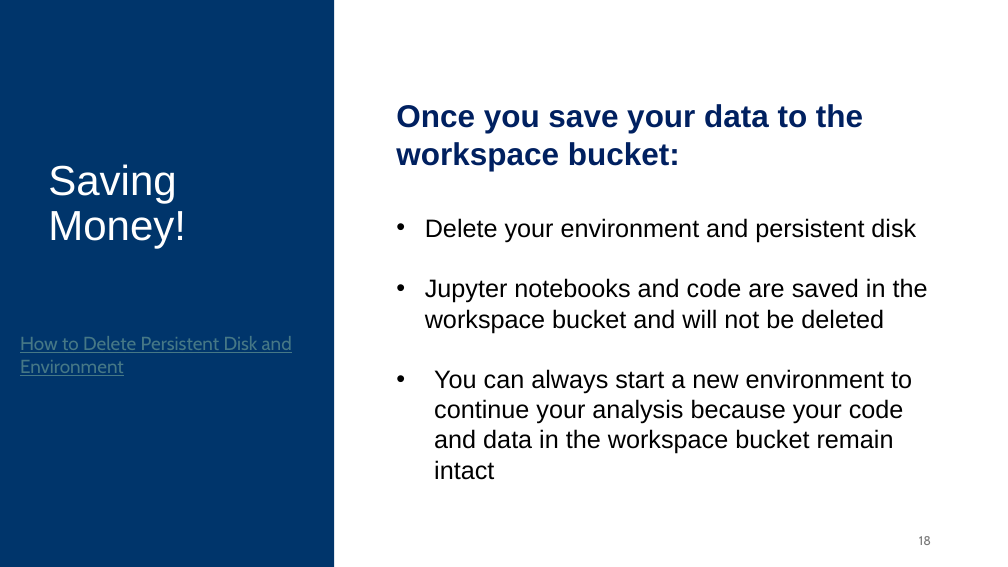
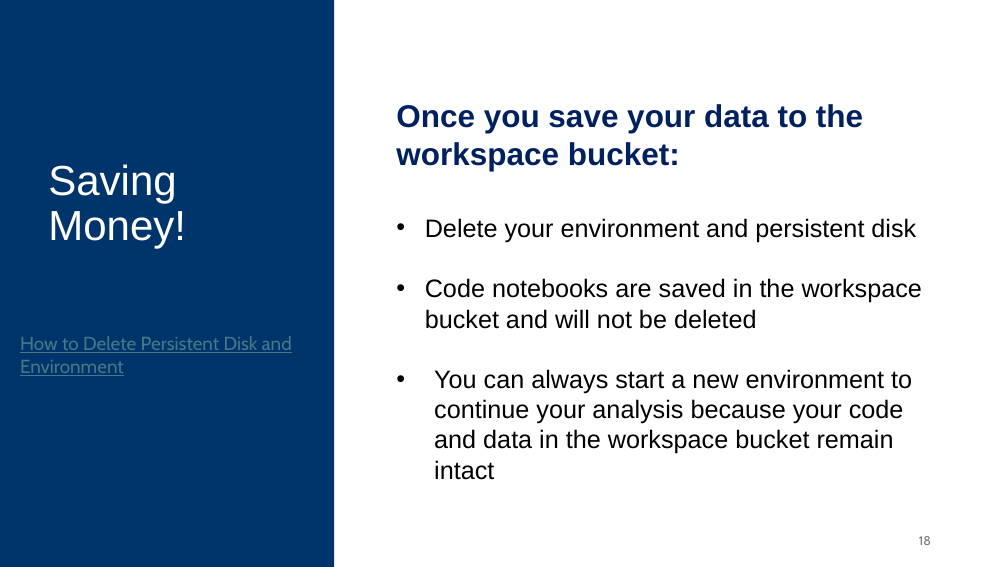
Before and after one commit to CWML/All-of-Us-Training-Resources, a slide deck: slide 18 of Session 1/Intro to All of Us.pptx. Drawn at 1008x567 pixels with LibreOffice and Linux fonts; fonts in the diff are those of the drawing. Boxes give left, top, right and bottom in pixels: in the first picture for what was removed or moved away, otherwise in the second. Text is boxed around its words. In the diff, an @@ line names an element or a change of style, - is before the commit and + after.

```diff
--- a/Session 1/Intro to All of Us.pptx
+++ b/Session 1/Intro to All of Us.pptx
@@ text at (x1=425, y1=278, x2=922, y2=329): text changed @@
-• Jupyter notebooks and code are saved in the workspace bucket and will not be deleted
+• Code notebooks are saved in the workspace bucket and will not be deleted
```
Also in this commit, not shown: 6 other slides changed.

TASK INSTRUCTIONS: Write out the entries above verbatim, without pictures.

SOLUTION:
Before and after one commit to CWML/All-of-Us-Training-Resources, a slide deck: slide 18 of Session 1/Intro to All of Us.pptx. Drawn at 1008x567 pixels with LibreOffice and Linux fonts; fonts in the diff are those of the drawing. Boxes give left, top, right and bottom in pixels: in the first picture for what was removed or moved away, otherwise in the second. Text is boxed around its words. In the diff, an @@ line names an element or a change of style, - is before the commit and + after.

```diff
--- a/Session 1/Intro to All of Us.pptx
+++ b/Session 1/Intro to All of Us.pptx
@@ text at (x1=425, y1=278, x2=922, y2=329): text changed @@
-• Jupyter notebooks and code are saved in the workspace bucket and will not be deleted
+• Code notebooks are saved in the workspace bucket and will not be deleted
```
Also in this commit, not shown: 6 other slides changed.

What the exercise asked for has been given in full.